__PROBLEM TO WORK ON__:
Write out each line from the data below that includes the word "within".

*** DATASET ENTRIES Section Begins ***

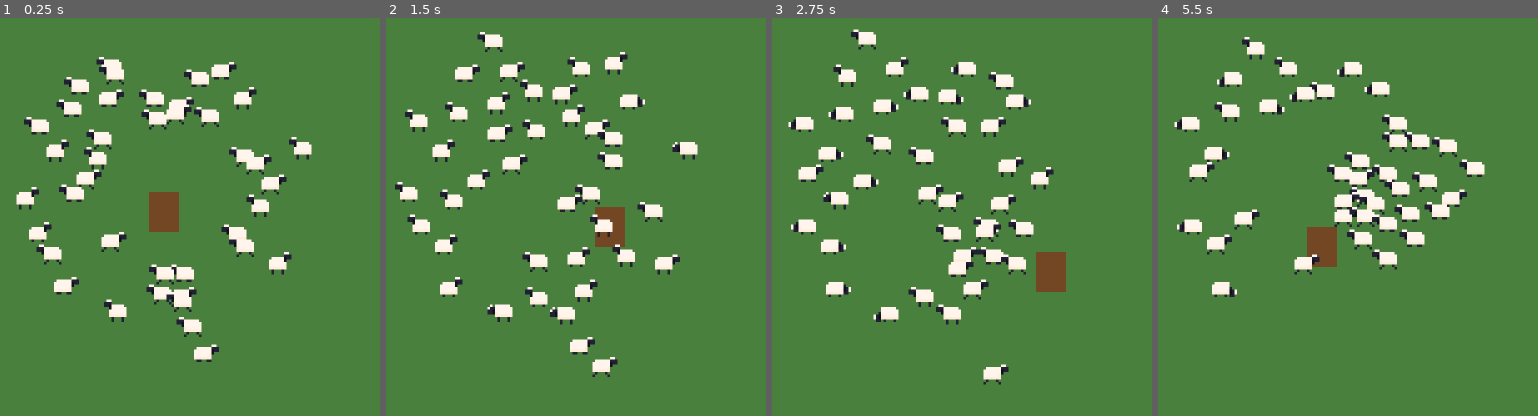
Above: before the commit, frames 1-4 (left to right).
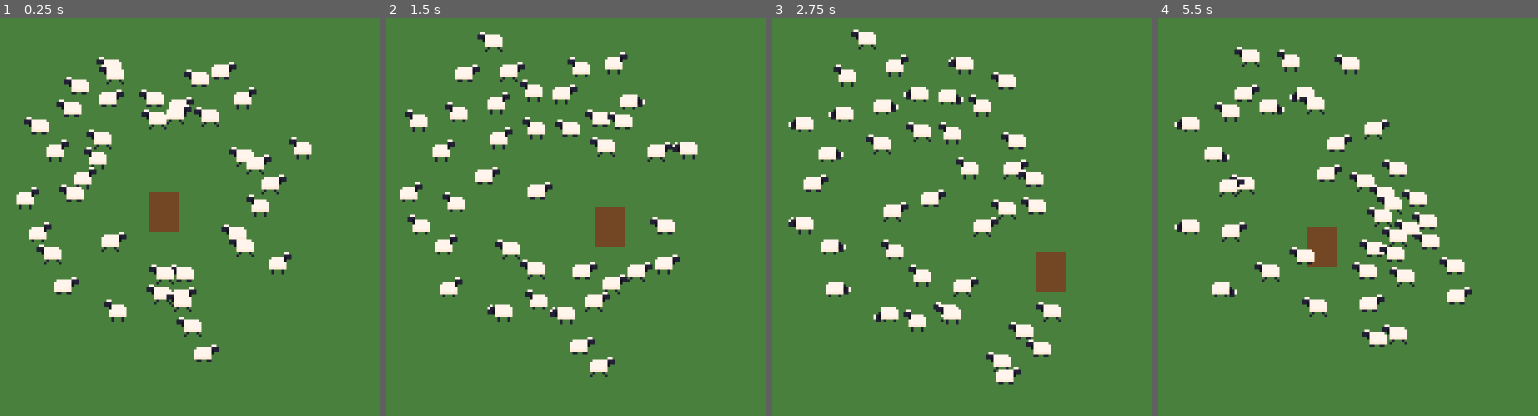
Above: after the commit, the same moments.

Repository: jaimegomesparente/wooly-caravan
Game: Godot game, scene res://scenes/main/main.tscn
Same seed, same stepped clock (60 frames per second), same inputs: the game is played once before the commit and once after it.
Inputs:
- Up to frame 1 (0.25 s): no input
- Up to frame 2 (1.5 s): hold Right (move_right) 0.53-1.28 s; hold Down (move_down) from 1.28 s (still down)
- Up to frame 3 (2.75 s): release Down (move_down) at 2.03 s; hold Right (move_right) from 2.03 s (still down)
- Up to frame 4 (5.5 s): release Right (move_right) at 2.78 s; hold Up (move_up) 2.78-3.53 s; hold Left (move_left) 3.53-5.03 s; hold Down (move_down) from 5.03 s (still down)

The runs differ from the first frame. In frame 1, 0.1% of the frame differs, in the area x 19-27%, y 37-44%; in frame 2, 6.0%; in frame 3, 8.5%; in frame 4, 12%, in the area x 4-87%, y 4-83%.

Commit message:
feat(sheep): flight zone around the shepherd
Sheep closer than 18 px to the shepherd step away, mostly sideways to his
path, with a faster startle turn; walking sheep also curve around him. A
straggler with no sheep ahead in view sets off when far from his trail.

Diff:
--- a/entities/sheep/sheep.gd
+++ b/entities/sheep/sheep.gd
@@ -24,6 +24,7 @@
 var _rest_anchor: Vector2 = Vector2.INF
 var _wander_target: Vector2
 var _wander_timer: float = 0.0
+var _fleeing: bool = false
 var _heading: float = 0.0
 var _speed: float = 0.0
 var _speed_factor: float = 1.0
@@ -65,18 +66,21 @@
 		_think_timer = randf_range(config.think_interval_min, config.think_interval_max)
 		_think()
 
-	var desired: Vector2
-	match _gait:
-		Gait.REST:
-			desired = _rest_step(delta, separation)
-		Gait.WANDER:
-			desired = _wander_step(delta, separation)
-		_:
-			desired = _follow_step(separation)
-
+	var desired := _flee_from(_shepherd.global_position, _shepherd.velocity, config.flight_radius)
+	if desired == Vector2.ZERO:
+		match _gait:
+			Gait.REST:
+				desired = _rest_step(delta, separation)
+			Gait.WANDER:
+				desired = _wander_step(delta, separation)
+			_:
+				desired = _follow_step(separation)
+
+	# A startled sheep turns and speeds up faster.
+	var reflex := config.flight_reflex if _fleeing else 1.0
 	if desired != Vector2.ZERO:
-		_heading = rotate_toward(_heading, desired.angle(), config.turn_rate * delta)
-	_speed = move_toward(_speed, desired.length(), config.acceleration * delta)
+		_heading = rotate_toward(_heading, desired.angle(), config.turn_rate * reflex * delta)
+	_speed = move_toward(_speed, desired.length(), config.acceleration * reflex * delta)
 	velocity = Vector2.from_angle(_heading) * _speed
 	move_and_slide()
 	_update_animation()
@@ -102,8 +106,10 @@
 		var distance := global_position.distance_to(_guide_target())
 		var set_off := false
 		if _guide == _shepherd:
-			# Front sheep set off once the shepherd's trail has really moved since they settled.
-			set_off = _rest_anchor.distance_to(_shepherd.trail_point(config.trail_lag)) > config.shepherd_start_margin
+			# Front sheep set off once the shepherd's trail has really moved since they settled;
+			# a straggler with no sheep ahead in view sets off when it is far from the trail.
+			set_off = _rest_anchor.distance_to(_shepherd.trail_point(config.trail_lag)) > config.shepherd_start_margin \
+					or distance > config.catch_up_distance
 		elif _is_travelling(_guide):
 			# Imitation: the others follow the sheep ahead when it walks away, with some hesitation.
 			set_off = distance > _gap() and randf() < config.imitation_chance
@@ -219,6 +225,31 @@
 	return direction * config.walk_speed * _speed_factor * config.wander_speed_factor
 
 
+## Step away from a threat closer than `radius`, sideways to its path so the flock parts in front
+## of it. Returns the desired velocity, or zero when not fleeing. Reused later for the dog.
+func _flee_from(threat_position: Vector2, threat_velocity: Vector2, radius: float) -> Vector2:
+	var away := global_position - threat_position
+	var distance := away.length()
+	if distance > radius + (config.flight_margin if _fleeing else 0.0):
+		_fleeing = false
+		return Vector2.ZERO
+
+	if not _fleeing and _gait == Gait.REST and _rest != Rest.STAND:
+		# Startled: the head comes up at once, no finished_graze.
+		_set_rest(Rest.STAND)
+		_pending_gait = Gait.REST
+	_fleeing = true
+
+	var direction := Vector2.from_angle(randf() * TAU) if distance == 0.0 else away / distance
+	if threat_velocity.length() > GUIDE_STOPPED_SPEED:
+		var side := threat_velocity.normalized().orthogonal()
+		# Mostly sideways: running ahead of a faster threat only gets the sheep caught up.
+		direction = (direction * 0.5 + side * signf(side.dot(away) + 0.001)).normalized()
+	var walk := config.walk_speed * _speed_factor
+	var speed := config.trot_speed * _speed_factor if threat_velocity.length() > walk else walk
+	return direction * speed
+
+
 ## Walk or trot after the guide. Once the guide has stopped, keep walking toward the front of the
 ## flock around the others and stop on reaching the group, so the column gathers like a flock
 ## arriving on a pasture. Returns the desired velocity.
@@ -285,8 +316,13 @@
 
 
 ## Push away from sheep closer than separation_radius; magnitude fades from 1 to 0 across the radius.
+## The shepherd also pushes, over twice the flight radius, so walking sheep curve around him.
 func _separation() -> Vector2:
 	var push := Vector2.ZERO
+	var from_shepherd := global_position - _shepherd.global_position
+	var shepherd_radius := config.flight_radius * 2.0
+	if from_shepherd.length() < shepherd_radius and from_shepherd != Vector2.ZERO:
+		push += from_shepherd.normalized() * (1.0 - from_shepherd.length() / shepherd_radius)
 	for other: Node2D in get_tree().get_nodes_in_group("sheep"):
 		if other == self:
 			continue
--- a/resources/flock_config.gd
+++ b/resources/flock_config.gd
@@ -27,6 +27,8 @@
 @export var follow_gap: float = 16.0
 ## A resting front sheep sets off once the trail point has moved this far (px) since it settled.
 @export var shepherd_start_margin: float = 20.0
+## A straggler (no sheep ahead in view) sets off when farther than this (px) from the trail point.
+@export var catch_up_distance: float = 80.0
 ## A sheep walking up to a stopped guide halts within gap + this (px); behind a walking guide,
 ## it matches the guide's pace within half of it.
 @export var follow_start_margin: float = 6.0
@@ -43,6 +45,14 @@
 @export_range(0.0, 1.0) var shuffle_threshold: float = 0.25
 ## A sheep walking up to a stopped flock halts once the push from its neighbors exceeds this.
 @export_range(0.0, 2.0) var crowd_stop_threshold: float = 0.35
+
+@export_group("Flight")
+## A sheep closer than this (px) to the shepherd steps away, to the side of his path.
+@export var flight_radius: float = 18.0
+## It keeps stepping away until it is flight_radius + flight_margin (px) away.
+@export var flight_margin: float = 6.0
+## Turn rate and acceleration multiplier while stepping away (a startle).
+@export var flight_reflex: float = 3.0
 
 @export_group("Rest")
 ## Time (s) standing with the head up before grazing or wandering.
Not shown, changed: CLAUDE.md

*** DATASET ENTRIES Section Ends ***

__EXPECTED ANSWER__:
 ## A sheep walking up to a stopped guide halts within gap + this (px); behind a walking guide,
 ## it matches the guide's pace within half of it.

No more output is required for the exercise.